I was diagnosed with cervical cancer in 1979. My ob/gyn, who also happened to be a surgeon and cancer specialist, recommended a radical hysterectomy–lymph nodes, uterus, ovaries, and 1/3 of my cervix. I was 37, a single mother with a 10 year old daughter, with no intention of having more children so it seemed like the right choice. Little did I know the emotional ordeal that would come.
Perhaps 10 years later I went to a new primary care physician who noticed that my left leg, from ankle to knee, was larger than my right. He thought it was curious, but brushed it off. Over the next 15 years, every time I would see a new physician and point it out, the response would be “hmmm…Interesting” but no one appeared concerned, so I ignored it.
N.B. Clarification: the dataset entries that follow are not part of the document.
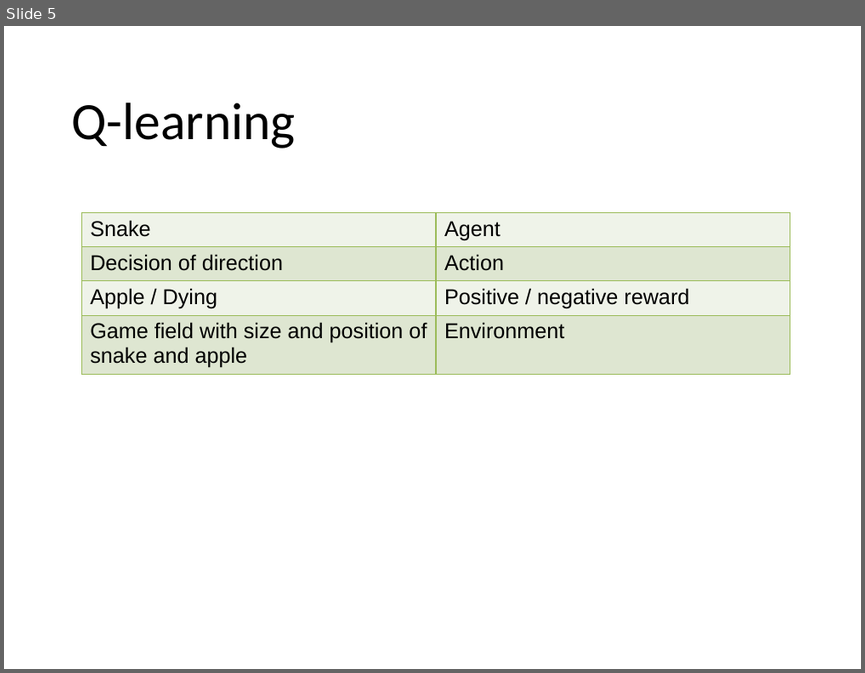
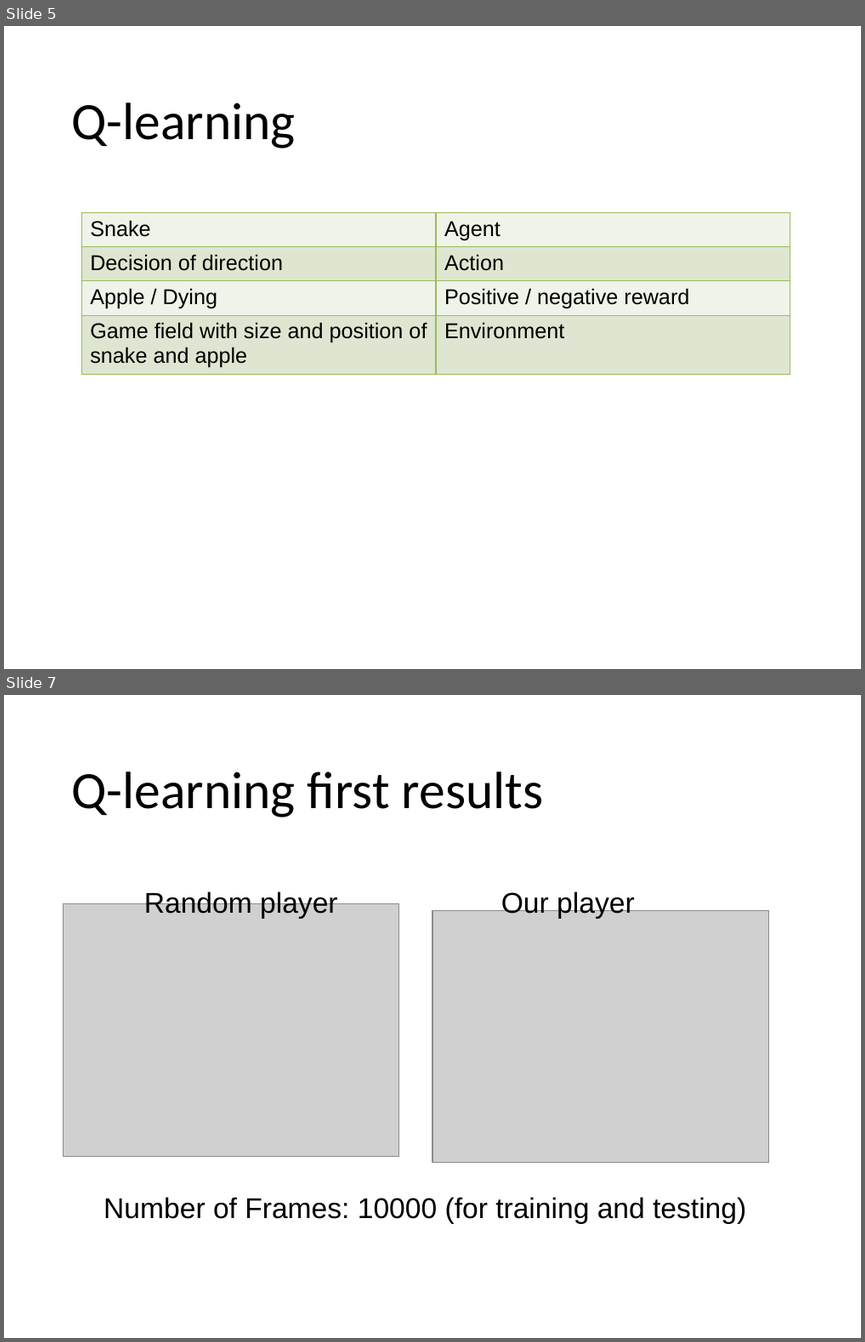
Before and after one commit to antonbulat/SnakeProject, a slide deck: Abgabe_09/Snake_overview.pptx. Shown one above the other, each under a label of ours: slide 5 before the commit, slides 5 and 7 after it; the slides between them are not shown. The pictures are 865x673 and 865x1342 pixels, drawn with LibreOffice and Linux fonts; fonts in the diff are those of the drawing; grey boxes stand for pictures. Boxes give left, top, right and bottom in pixels: in the first picture for what was removed or moved away, otherwise in the second. Text is boxed around its words. In the diff, an @@ line names an element or a change of style, - is before the commit and + after.

```diff
--- a/Abgabe_09/Snake_overview.pptx
+++ b/Abgabe_09/Snake_overview.pptx
@@ slide 7 added at bbox=[4, 695, 861, 1338], background #FFFFFF @@
@@ text added at bbox=[71, 771, 544, 817], 44 pt, text #000000 @@
+Q-learning first results
@@ text added at bbox=[144, 890, 338, 919], 24 pt, text #000000 @@
+Random player
@@ text added at bbox=[501, 890, 635, 919], 24 pt, text #000000 @@
+Our player
@@ picture added at bbox=[64, 903, 399, 1155] @@
@@ picture added at bbox=[432, 910, 768, 1162] @@
@@ text added at bbox=[103, 1197, 746, 1224], 24 pt, text #000000 @@
+Number of Frames: 10000 (for training and testing)
```
Also in this commit, not shown: 1 slide changed, 4 other slides added.

Twenty-five years after cervical cancer, I was diagnosed with breast cancer—no connection, just bad luck (and/or perhaps as a result of HRT.) A group of us formed a support group and invited an OT to speak to us. It was then that I learned about Lymphedema, went to a Physical Medicine doc, and got the diagnosis. Altho’ I live in a Philly area, with some of the finest hospitals in the nation, little was known about lower limb Lymphedema. This was 2003-4. After much searching, I found a rehab group which claimed to have experience with lower limb Lymphedema. Long story short, they did not, and all the misinformation and lack of information caused my Lymphedema to spread to my upper thigh. By the time I found Penn Therapy and Fitness, my left leg was 25% larger that my right.. Before 65, my private health insurance paid 80% of everything. Now covered by Medicare, almost nothing was covered for the past 6 years.
I don’t understand Medicare’s logic, if there is any.
I am 71, with more energy than most women my age, and a very busy life, and I hope I can use some of that energy so that others don’t have to spend 28 years watching their extremities swell, not being able to find help or hope, and then turning 65 and being punished by government procedures.